Data extract:

——

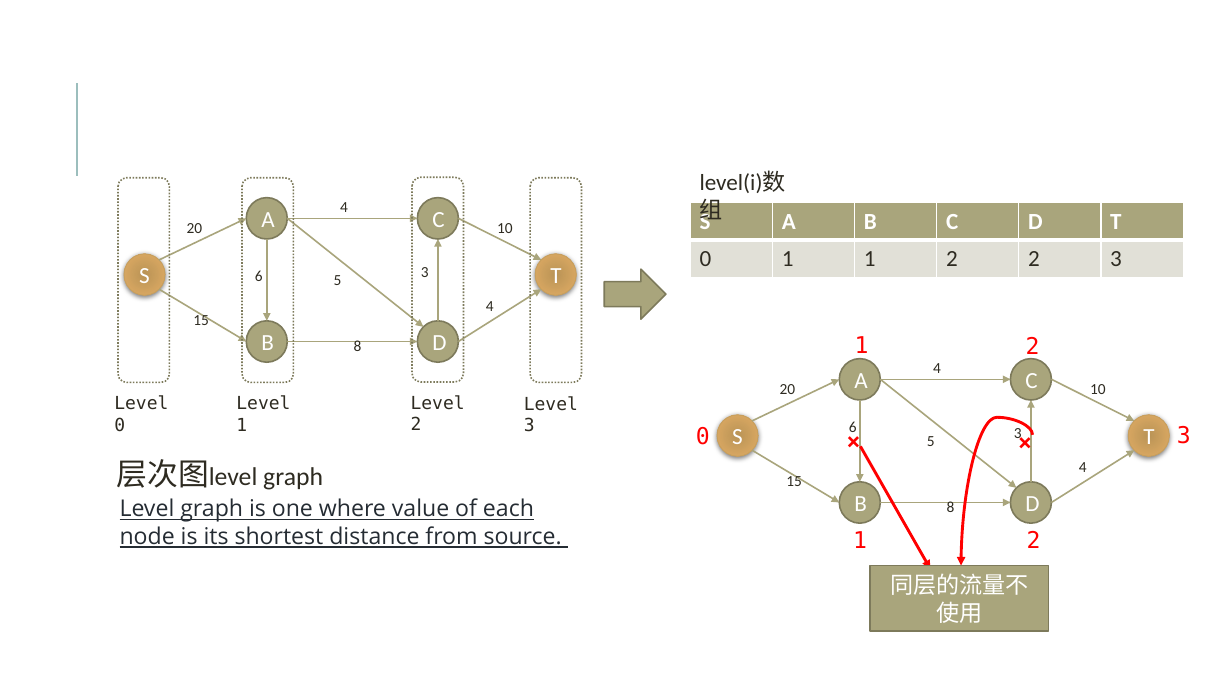
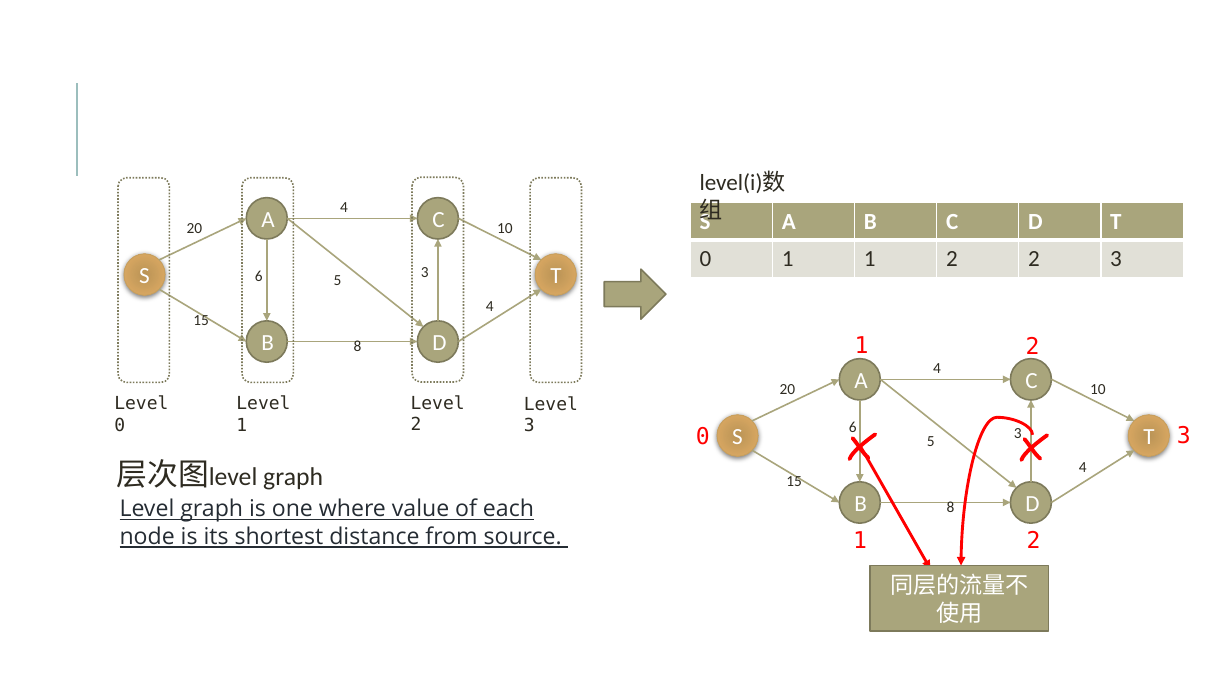
Before and after one commit to gzshawnliang/competitive-programming, a slide deck: slide 16 of doc/NetworkFlow/网络流.pptx (slide 15 before the commit). Drawn at 1232x693 pixels with LibreOffice and Linux fonts; fonts in the diff are those of the drawing; grey boxes stand for pictures. Boxes give left, top, right and bottom in pixels: in the first picture for what was removed or moved away, otherwise in the second. Text is boxed around its words. In the diff, an @@ line names an element or a change of style, - is before the commit and + after.

```diff
--- a/doc/NetworkFlow/网络流.pptx
+++ b/doc/NetworkFlow/网络流.pptx
@@ text removed at (x1=837, y1=421, x2=878, y2=458) @@
-×
@@ freeform shape added at (x1=849, y1=434, x2=875, y2=459), outline #FF0000 3 pt @@
@@ text removed at (x1=1009, y1=423, x2=1050, y2=460) @@
-×
@@ freeform shape added at (x1=1021, y1=435, x2=1047, y2=460), outline #FF0000 3 pt @@
```
Also in this commit, not shown: 1 slide added.

——

Work required: Transcribe the full listing above exactly as it stands, minus the pictures.

Solution to the exercise:
Before and after one commit to gzshawnliang/competitive-programming, a slide deck: slide 16 of doc/NetworkFlow/网络流.pptx (slide 15 before the commit). Drawn at 1232x693 pixels with LibreOffice and Linux fonts; fonts in the diff are those of the drawing; grey boxes stand for pictures. Boxes give left, top, right and bottom in pixels: in the first picture for what was removed or moved away, otherwise in the second. Text is boxed around its words. In the diff, an @@ line names an element or a change of style, - is before the commit and + after.

```diff
--- a/doc/NetworkFlow/网络流.pptx
+++ b/doc/NetworkFlow/网络流.pptx
@@ text removed at (x1=837, y1=421, x2=878, y2=458) @@
-×
@@ freeform shape added at (x1=849, y1=434, x2=875, y2=459), outline #FF0000 3 pt @@
@@ text removed at (x1=1009, y1=423, x2=1050, y2=460) @@
-×
@@ freeform shape added at (x1=1021, y1=435, x2=1047, y2=460), outline #FF0000 3 pt @@
```
Also in this commit, not shown: 1 slide added.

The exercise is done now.